Latest results of AI research indicates that simpler, smaller neural networks. These can be used to solve certain tasks even better, more efficiently, and more reliably than ever before. The idea of a neural network is inspired by the structure of the human brain that could help computers and machines more like a human would. The human brain is exceptionally complex. It is the most powerful computing machine ever known that is still not completely decoded. Science explains that the internal workings of the human brain are modelled around the concept of neurons. The networks of neurons are known as biological neural networks. It is estimated that the human brain contains roughly 100 billion neurons. These are connected along pathways throughout these networks. Hence, for a computing machine to replicate brain functions, it must use an artificial version of this complex network of neurons. This is the start of the advanced statistical technique and term known as Artificial neural networks (ANNs). Bringing artificial intelligence and neuroscience together promises to yield benefits for both fields. The progression of AI techniques in this line and its applications will certainly be very exciting to watch!
Artificial neural networks (ANNs) and their more complex model - deep learning technique are some of the most capable AI tools. These resolve very complex problems and will continue to be developed and be leveraged in the future.
By duplicating the working of the brain using silicon and wires which act like dendrites and neurons, we can make necessary connections.
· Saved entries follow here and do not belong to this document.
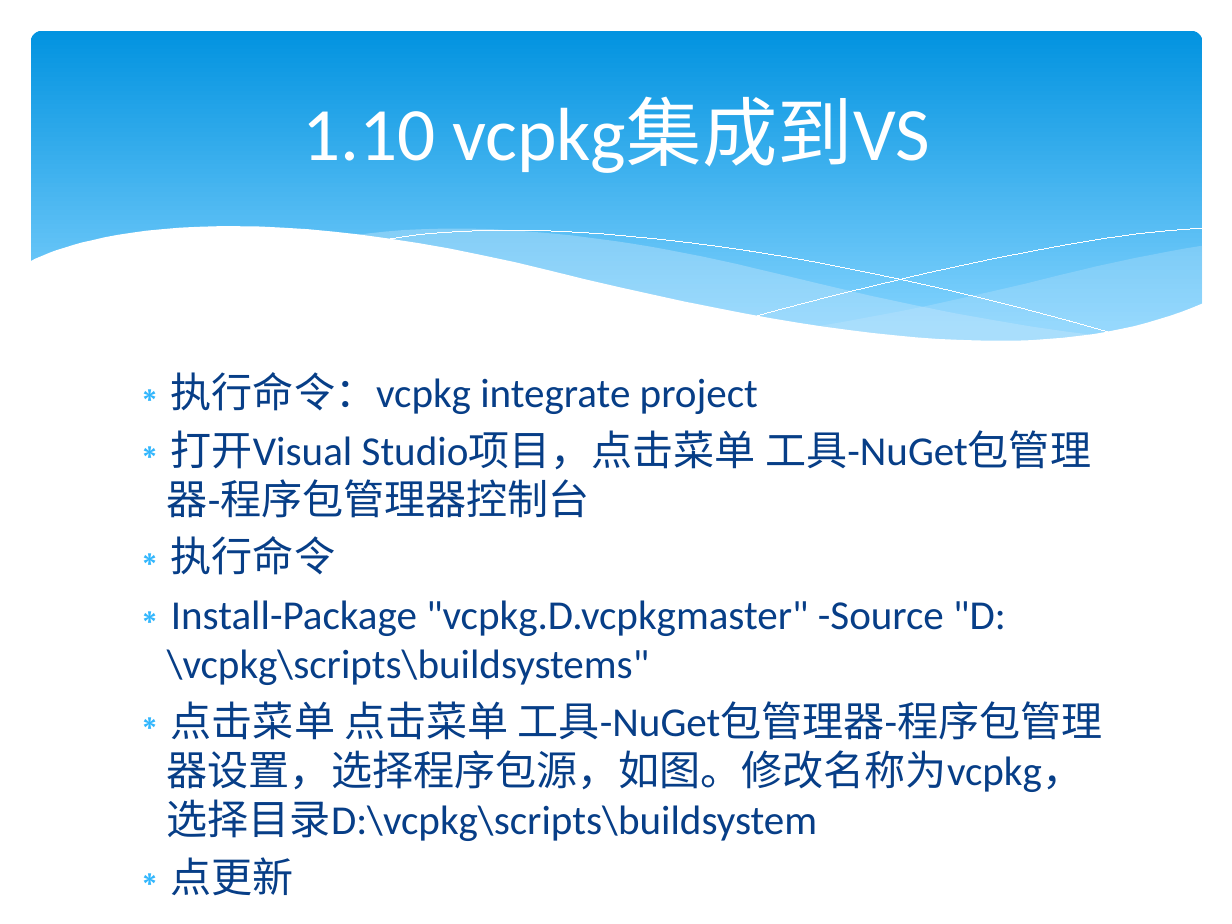
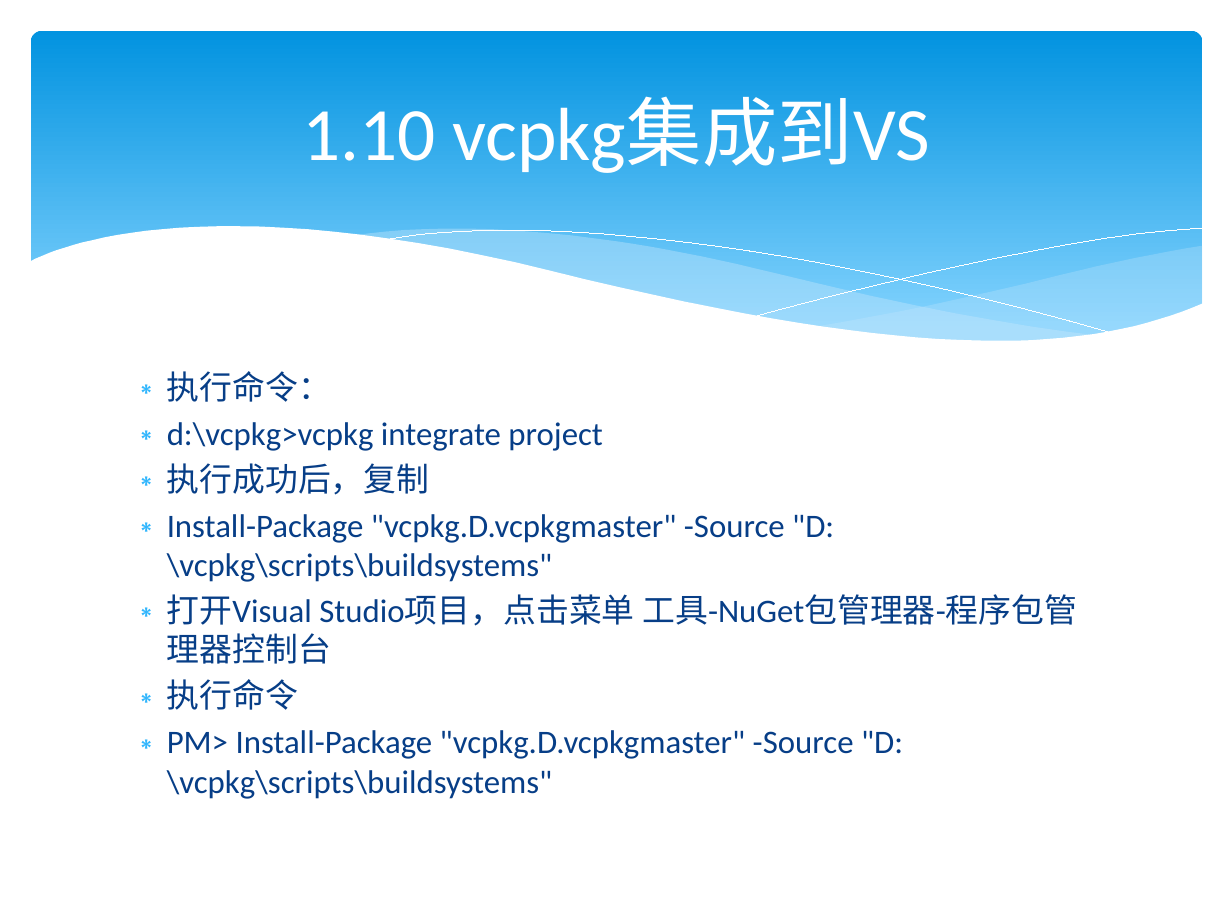
Before and after one commit to lamplight8/cpp, a slide deck: slide 67 of ppt/ch01_绪论_1.pptx. Drawn at 1232x924 pixels with LibreOffice and Linux fonts; fonts in the diff are those of the drawing. Boxes give left, top, right and bottom in pixels: in the first picture for what was removed or moved away, otherwise in the second. Text is boxed around its words. In the diff, an @@ line names an element or a change of style, - is before the commit and + after.

```diff
--- a/ppt/ch01_绪论_1.pptx
+++ b/ppt/ch01_绪论_1.pptx
@@ text at box(167, 371, 834, 582): text changed; size 24 to 19.2 pt @@
-∗ 执行命令：vcpkg integrate project
+∗ 执行命令：
+∗ d:\vcpkg>vcpkg integrate project
+∗ 执行成功后，复制
+∗ Install-Package "vcpkg.D.vcpkgmaster" -Source "D:\vcpkg\scripts\buildsystems"
@@ text at box(167, 594, 1077, 710): size 24 to 19.2 pt in "打开Visual Studio项目，点击菜单 工具-NuGet包管理器-程序包管理器控制台", "执行命令" @@
@@ text at box(167, 730, 903, 799): text changed; size 24 to 19.2 pt @@
-∗ Install-Package "vcpkg.D.vcpkgmaster" -Source "D:\vcpkg\scripts\buildsystems"
-∗ 点击菜单 点击菜单 工具-NuGet包管理器-程序包管理器设置，选择程序包源，如图。修改名称为vcpkg，选择目录D:\vcpkg\scripts\buildsystem
-∗ 点更新
+∗ PM> Install-Package "vcpkg.D.vcpkgmaster" -Source "D:\vcpkg\scripts\buildsystems"
```
Also in this commit, not shown: 27 other slides changed, 4 slides added.

Like stimulus from an external environment are accepted by dendrites in a way, the input generates electric impulses that travel through the neural network.
ANN consists of several nodes which act as a neuron. The nodes are connected by wires for communication with one another. Nodes collect input data to perform small operations on trained data. The results of these operations are moved to the subsequent node that acts like neurons. The output at the node is called the node value. An ANN includes a huge number of processors working parallelly, that are arranged in multiple layers. The first layer receives the raw data as input, similar to optic nerves in the human eye processing visuals. Every successive layer then receives the raw input data as output from the previous layer. It is just like the neurons of the optic nerve receiving signals from those close to it. The final layer generates the actual final output. Neural networks include various technologies like deep learning and machine learning.
In the initial stages, neural networks (NN) are fed with huge amounts of data. Training is generally given to these networks by providing inputs and educating the networks to the desired output. For example, facial recognition is the latest technology embedded in most smartphones. Each input is gathered by identifying matching data, like the image of a person’s face, iris, various facial expressions. All these inputs are trained into these networks. Providing proper answers will train it to accommodate its internal data to learn how better it can perform. Rules must be defined in such a way that each node knows what has to be sent to the next layer considering its own inputs from the previous layer.
Considering principles like genetic algorithms, fuzzy logic, gradient-based training, Bayesian method etc. ANNs are given a basic frame of rules. An accurate decision must be taken in framing the rules.
Most business applications and commercial companies are making use of these technologies. Their main aim is to solve complex problems like pattern recognition or facial recognition, and several other applications include data analysis, weather prediction, and signal processing.
Recognition of Image was the first area where neural networks were applied. Eventually, technology expanded to areas such as translation and language generation, drug discovery and development, stock market prediction, delivery driver route planning and optimization, chatbots.
ANNs are also used in undersea mine detection, Google assistant or SIRI, recovery of telecommunications from faulty software, diagnosis of hepatitis, handwriting recognition, self-driving cars, object detection, music composition, spell checking, character recognition etc. Neural networks have a remarkable ability to retrieve meaningful data from an ample amount of imprecise data. This is used in detecting trends and extract patterns that are difficult to understand both by simple computers or humans. A trained NN can be made an "expert" in the information that has been given to analyze and can be used to provide projections. Self-organization, real-time operation, adaptive learning, redundant information coding through fault tolerance are some of the added advantages that come along with neural networks.
From the technical perspective, one of the biggest challenges is the amount of time it takes to train networks, which often require a huge amount of computing power even for simple tasks. It should also be considered that neural networks are black boxes, in which the user aligns the trained data and receives answers. The networks are allowed to tune the answers, but the drawback is that they have no access to the exact process of decision making, human errors may hit hard in this scenario. This is the reason why researchers are working relentlessly, but artificial neural networks play a very big role in changing everyday lives. Being in a highly competitive world, we have a lot to gain from neural networks. Their capability to learn through better example makes them powerful and flexible. Moreover, we do not need to devise an algorithm to perform a particular task. We do not require the internal mechanisms for that task. These are well suited for real-time systems as they respond quickly with the best computational times because of their parallel architecture.